There is an apparent contradiction between the buoyant job market for big data practitioners and Gartner’s judgment that, on the perception scale, big data has moved from high expectations to what Gartner calls the “trough of disillusionment.” But, in fact, it fits a familiar pattern of technology absorption and use. Significant new technologies always take time to move into the mainstream as people and organizations learn to exploit them. It takes years.

The classic study of the phenomenon, “The Dynamo and the Computer: An Historical Perspective on the Modern Productivity Paradox,” by Paul David, an economic historian at Stanford University, was published in 1990. In it, Mr. David noted, the electric motor was introduced in the early 1880s, but its real payoff in productivity was not evident until the 1920s. It took that long for businesses to reorganize work around the industrial production line, the efficiency breakthrough of its day, made possible by the electric motor.

Similarly, it took a while for personal computers and the Internet to deliver big gains. And so too for big data, which harnesses computing, modern digital data and the software tools of artificial intelligence.

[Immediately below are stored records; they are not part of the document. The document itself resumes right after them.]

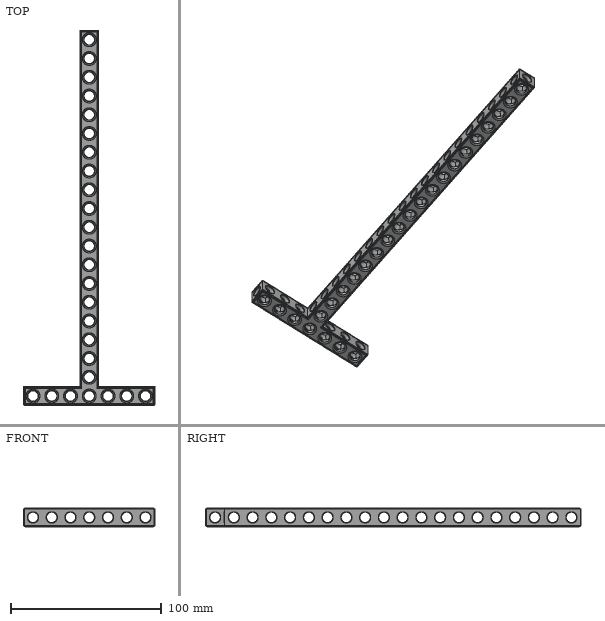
import cadquery as cq

pitch = 12.5
stem_hole_count = 20
bar_hole_count = 7
hole_diameter = 7.0
vertical_rim_diameter = 9.2
side_rim_diameter = 7.5

edge_drop = 0.8
middle_inset = 0.5
middle_drop = 0.2
corner_chamfer = 0.5

beam_width = pitch
length_y = stem_hole_count * pitch
length_x = bar_hole_count * pitch
half_width = beam_width / 2
hole_radius = hole_diameter / 2
foot_y = -length_y / 2
bar_center_y = foot_y + half_width
edge_inset = (vertical_rim_diameter - hole_diameter) / 2
side_rim_depth = (side_rim_diameter - hole_diameter) / 2

stem_stations = [bar_center_y + i * pitch for i in range(stem_hole_count)]
bar_stations = [(i - (bar_hole_count - 1) / 2) * pitch for i in range(bar_hole_count)]


def edged_prism(plane, width, length):
    """Prism along the plane's normal whose section has all four corners eased."""
    side = width / 2
    right_half = [
        (side - edge_inset, -half_width),
        (side - middle_inset, -half_width + middle_drop),
        (side, -half_width + edge_drop),
        (side, half_width - edge_drop),
        (side - middle_inset, half_width - middle_drop),
        (side - edge_inset, half_width),
    ]
    left_half = [(-u, v) for u, v in reversed(right_half)]
    section = cq.Workplane(plane).polyline(right_half + left_half).close()
    return section.extrude(length / 2, both=True)


def beam(size_x, size_y):
    """Beam with eased top and bottom edges on all four sides."""
    return edged_prism("YZ", size_y, size_x).intersect(edged_prism("XZ", size_x, size_y))


def tee_body():
    """Cross bar and stem joined flush at the foot of the T."""
    bar = beam(length_x, beam_width).translate((0, bar_center_y, 0))
    bar = bar.edges("|Z and <Y").chamfer(corner_chamfer)
    stem = beam(beam_width, length_y)
    return bar.union(stem).clean()


def hole_cutter(length, half_profile):
    """Upright cutter turned from the hole's (radius, height) profile above mid-length."""
    end = length / 2
    lower = [(radius, -height) for radius, height in reversed(half_profile)]
    outline = [(0, -end)] + lower + half_profile + [(0, end)]
    return cq.Workplane("XZ").polyline(outline).close().revolve(360, (0, 0), (0, 1))


def vertical_hole():
    """Upright cutter for a through hole whose rims are eased like the outer edges."""
    half_profile = [
        (hole_radius, half_width - edge_drop),
        (hole_radius + edge_inset - middle_inset, half_width - middle_drop),
        (hole_radius + edge_inset, half_width),
    ]
    return hole_cutter(beam_width, half_profile)


def side_hole(length):
    """Upright cutter for a through hole with a small chamfer at each rim."""
    half_profile = [
        (hole_radius, length / 2 - side_rim_depth),
        (hole_radius + side_rim_depth, length / 2),
    ]
    return hole_cutter(length, half_profile)


def along_x(cutter):
    return cutter.rotate((0, 0, 0), (0, 1, 0), 90)


def along_y(cutter):
    return cutter.rotate((0, 0, 0), (1, 0, 0), 90)


result = tee_body()

for y in stem_stations:
    crosswise_length = length_x if y == bar_center_y else beam_width
    result = result.cut(along_x(side_hole(crosswise_length)).translate((0, y, 0)))
    result = result.cut(vertical_hole().translate((0, y, 0)))

for x in bar_stations:
    if x == 0:
        result = result.cut(along_y(side_hole(length_y)))
    else:
        result = result.cut(along_y(side_hole(beam_width)).translate((x, bar_center_y, 0)))
        result = result.cut(vertical_hole().translate((x, bar_center_y, 0)))

A report this week from Forrester Research described the challenge ahead. “Businesses are drowning in data but starving for insights,” the report began. “Worse, they have no systematic way to turn data into action.”

The Gartner hype cycle acknowledges that enthusiasm precedes mainstream moneymaking. The graphic representation of the cycle looks like an exaggerated, lazy wave. After the disillusion phase comes the “slope of enlightenment” and then the “plateau of productivity.” As Merv Adrian, an analyst at Gartner, put it, “If you want to see the revenue side of the hype cycle, you basically just flip it.”